Since Version 9, SAS allows us to read and write files created on multiple operating systems through the use of something they call Cross-Environment Data Access, or CEDA. This feature makes data accessible when you move it from one system to another. If you require access to data that is not supported by CEDA, then you’ll have to move it around using some of the SAS utilities like one of these procedures: COPY, UPLOAD, DOWNLOAD, CPORT, CIMPORT or MIGRATE. For a nice summary of common migration questions, take a look at Diane Olson’s paper.
But I digress. So let’s go back to our screenshots above.
Assigning libnames and engines
If we want to reference this location, we assign a library reference (called LIBNAME) so SAS knows where this is and what engine it is going to use to read the file. The concept of an engine is pretty important in SAS as this entity provides the set of instructions to SAS for what we need to do in order to properly read (or write) the data. Here are a few examples of LIBNAME statements using various engines:
Note in the first case, we have an explicit engine called BASE that tells SAS that this is a SAS library. The engine is smart enough to figure out which version of SAS to use based on the files contained in the directory. If you omit an engine, SAS assumes that the BASE engine is being used.
When we issue the LIBNAME statement, SAS can now address tables in this library by name. All references to SAS tables have what is referred to as a two-level name. For example, if I want to reference the table postassessments in the directory above, I would tell reference the table by first adding the library where it resides before the filename, such as: mydata.postassessments
The basis of most procedures in SAS (known as PROCs) use this form to reference the data that is being processed. If I wanted to print the data, for example, I would issue the following statement:
PROC Print data=mydata.postassessments; run;
The difference between data and metadata
So this gets us to the point where we know how to reference data so that we can process it accordingly. In SAS Foundation (which includes the core SAS products such as BASE, STAT, GRAPH and so on), we write programs that utilize this library (LIBNAME) reference.

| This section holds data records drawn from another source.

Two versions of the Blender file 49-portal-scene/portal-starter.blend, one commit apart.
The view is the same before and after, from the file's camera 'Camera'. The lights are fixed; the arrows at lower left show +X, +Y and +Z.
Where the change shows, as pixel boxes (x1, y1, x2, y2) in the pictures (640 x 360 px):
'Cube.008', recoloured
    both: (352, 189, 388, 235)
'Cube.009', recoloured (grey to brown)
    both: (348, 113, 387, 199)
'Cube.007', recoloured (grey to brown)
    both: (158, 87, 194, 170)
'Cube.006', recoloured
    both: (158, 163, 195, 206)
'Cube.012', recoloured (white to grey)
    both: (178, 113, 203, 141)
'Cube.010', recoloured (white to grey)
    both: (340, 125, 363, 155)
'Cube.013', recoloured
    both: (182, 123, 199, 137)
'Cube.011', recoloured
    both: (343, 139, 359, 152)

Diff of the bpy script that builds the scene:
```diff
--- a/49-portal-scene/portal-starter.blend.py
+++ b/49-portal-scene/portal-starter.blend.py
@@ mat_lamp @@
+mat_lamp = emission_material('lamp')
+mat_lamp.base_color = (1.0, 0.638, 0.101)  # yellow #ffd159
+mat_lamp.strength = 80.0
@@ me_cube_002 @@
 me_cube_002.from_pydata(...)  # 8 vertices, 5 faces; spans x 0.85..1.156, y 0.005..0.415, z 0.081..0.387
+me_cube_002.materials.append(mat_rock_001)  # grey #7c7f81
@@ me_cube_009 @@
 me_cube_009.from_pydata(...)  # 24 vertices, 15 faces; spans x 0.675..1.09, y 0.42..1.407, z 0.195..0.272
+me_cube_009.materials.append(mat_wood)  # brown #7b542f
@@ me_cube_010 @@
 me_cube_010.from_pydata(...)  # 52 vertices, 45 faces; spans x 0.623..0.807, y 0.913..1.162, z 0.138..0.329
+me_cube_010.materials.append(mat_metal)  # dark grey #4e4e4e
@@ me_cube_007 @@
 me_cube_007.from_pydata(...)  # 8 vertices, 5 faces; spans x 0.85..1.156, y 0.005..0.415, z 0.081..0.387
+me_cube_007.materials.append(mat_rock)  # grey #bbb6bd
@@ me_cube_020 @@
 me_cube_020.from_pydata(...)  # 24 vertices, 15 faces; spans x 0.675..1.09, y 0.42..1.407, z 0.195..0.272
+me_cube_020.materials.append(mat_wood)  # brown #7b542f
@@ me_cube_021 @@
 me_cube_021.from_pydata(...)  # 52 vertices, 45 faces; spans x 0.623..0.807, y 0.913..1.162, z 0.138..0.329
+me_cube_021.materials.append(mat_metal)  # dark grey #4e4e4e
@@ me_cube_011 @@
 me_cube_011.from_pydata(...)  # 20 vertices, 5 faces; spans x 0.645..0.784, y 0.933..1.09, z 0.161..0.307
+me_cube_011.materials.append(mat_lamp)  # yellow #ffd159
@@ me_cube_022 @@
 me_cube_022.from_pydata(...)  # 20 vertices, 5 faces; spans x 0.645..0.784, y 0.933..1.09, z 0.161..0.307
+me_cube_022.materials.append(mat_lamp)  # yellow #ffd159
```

Up to this point, we have made the assumption that we will explicitly reference data in our program. Similarly, we make the assumption that whoever knows this path (or details in the LIBNAME statement) can use those same directives to issue their own LIBNAME statement.
Another huge assumption that we are making is that the data residing beneath that LIBNAME reference is accessible to the user running the program. That is, when I submit the following LIBNAME statement, I need to be able , at a minimum, to read the directory and the physical file that is being referenced:
LIBNAME mydata BASE “/userdata/project/mydata”;
This is one of the fundamental propositions of SAS data security: the physical operating system security takes precedence over SAS security that you may layer on top of the file. SAS mechanisms for security include password protection on the dataset, encryption, application level security and metadata security.
I promised in my last post that I wouldn’t step into the foray of metadata, but I lied. Next time, I will explore the concept of data as seen through the eyes of modern SAS clients such as SAS Enterprise Guide and Web Report Studio. There we will explore the main differences between accessing data directly (as we saw above with the LIBNAME statement) and accessing them through the metadata server. Soon thereafter, we will dive deep into external databases and how SAS processes data using various database engines.
Until then, remember – “Happy Data = Happy SAS = Happy Users = Happy Admin”! See, it really is all about the data!